Deepening recession in leading Western European economies due to rising energy prices, and domestic political upheavals arising from such as continuing farmer protests and immigrant issues.

Further supply chain constraints causing commodity shortages and rising prices.

Assuming a rerun of Biden vs Trump, a universally visible extreme polarization of American society eroding the perception of the US hold on the moral high ground.

No doubt these will have serious effects on the Philippines as well. As the saying goes, “if the US catches colds, we get pneumonia.” Now the US and many of our partners in the West will struggle with pneumonia. So, what now? At the very least, the Philippines should be alert to the foregoing geopolitical developments and their ramifications, and be wary of its tendency to be inward looking.
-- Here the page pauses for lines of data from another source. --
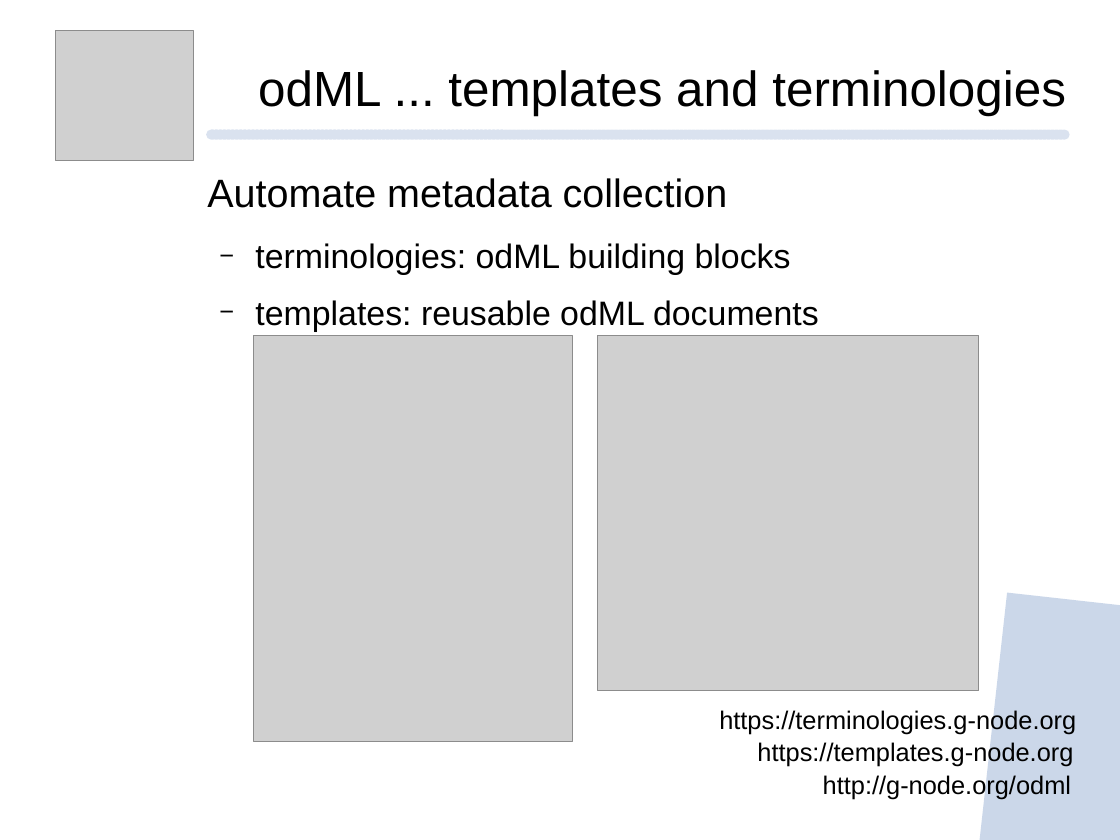
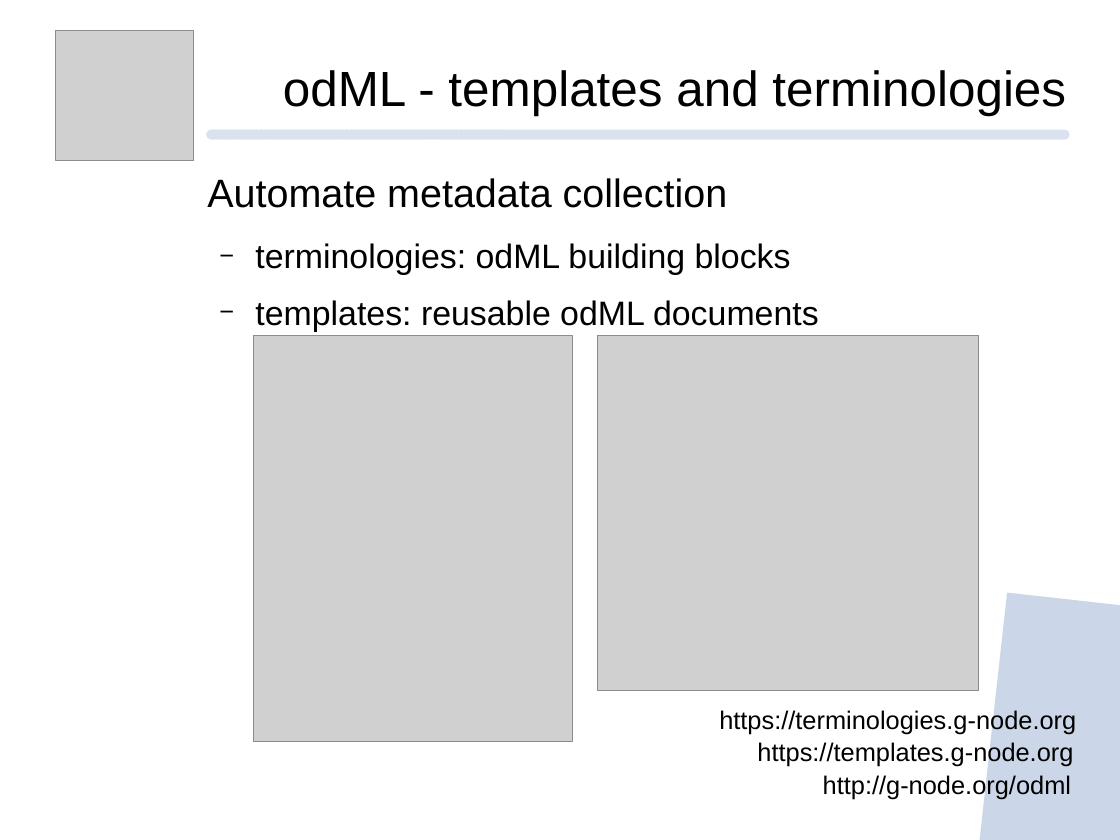
Before and after one commit to mpsonntag/prespost, a slide deck: slide 12 of 202009_BCCN_online/202009_BCCN_Online_conference.odp. Drawn at 1120x840 pixels with LibreOffice and Linux fonts; fonts in the diff are those of the drawing; grey boxes stand for pictures; background and template pictures are left out. Boxes give left, top, right and bottom in pixels: in the first picture for what was removed or moved away, otherwise in the second. Text is boxed around its words. In the diff, an @@ line names an element or a change of style, - is before the commit and + after.

```diff
--- a/202009_BCCN_online/202009_BCCN_Online_conference.odp
+++ b/202009_BCCN_online/202009_BCCN_Online_conference.odp
@@ text at box(283, 70, 1066, 115): text changed @@
-odML ... templates and terminologies
+odML - templates and terminologies
```
Also in this commit, not shown: 9 other slides changed.
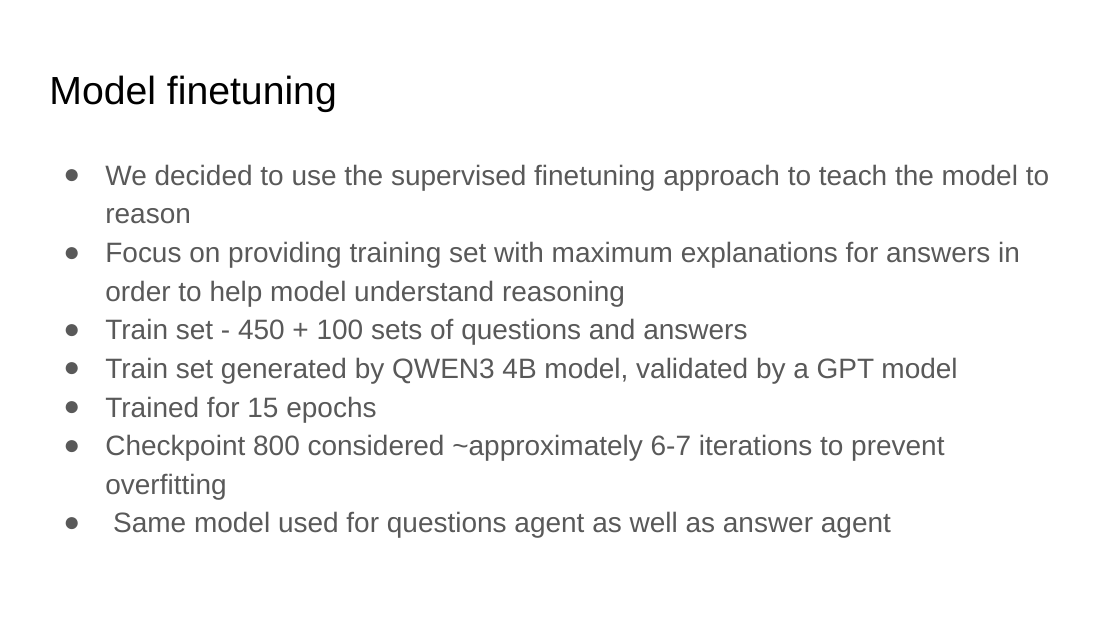
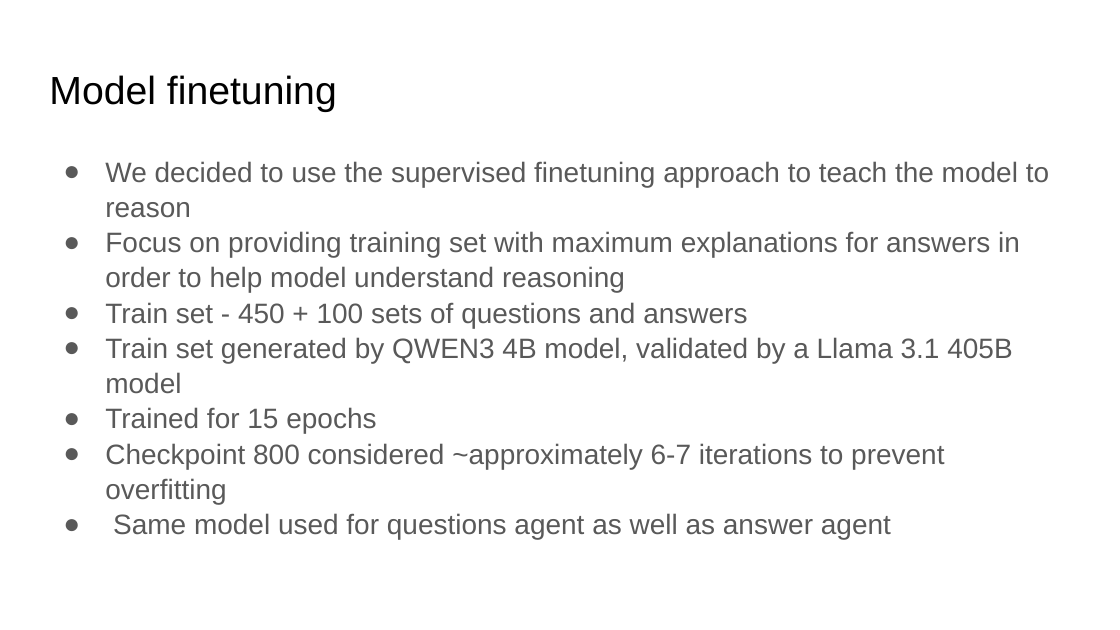
Before and after one commit to shreyassks/AAIPL_134_199_204_179, a slide deck: slide 3 of solution.pptx. Drawn at 1120x630 pixels with LibreOffice and Linux fonts; fonts in the diff are those of the drawing. Boxes give left, top, right and bottom in pixels: in the first picture for what was removed or moved away, otherwise in the second. Text is boxed around its words. In the diff, an @@ line names an element or a change of style, - is before the commit and + after.

Commit message:
upated ppt

```diff
--- a/solution.pptx
+++ b/solution.pptx
@@ text at (105, 161, 1049, 539): line spacing 1.15 to 1.05 @@
@@ text at (105, 337, 1012, 394): text changed @@
-● Train set generated by QWEN3 4B model, validated by a GPT model
+● Train set generated by QWEN3 4B model, validated by a Llama 3.1 405B model
```
Also in this commit, not shown: 1 other file.

We may have to consider widening our trade partnerships beyond our usual reliance on the West and Japan to other Group of 20/BRICS countries; garnering, through the Bangko Sentral ng Pilipinas, a larger percentage of gold mining output to shore up reserves and be more prepared for an increasing use of gold referenced currencies; carefully calibrating our energy development strategy by avoiding a precipitous move toward renewable energy technologies, particularly solar and wind which have been proven incapable of base load supply and keeping the nuclear energy option open; strengthening our agricultural sector by reforming our land reform system; taking fuller cognizance of our archipelagic geographic structure by identifying and developing growth zone magnets as a key economic strategy; and avoiding direct involvement in a conflict between US and China while upholding our defined national interests. Fasten your economic seatbelts!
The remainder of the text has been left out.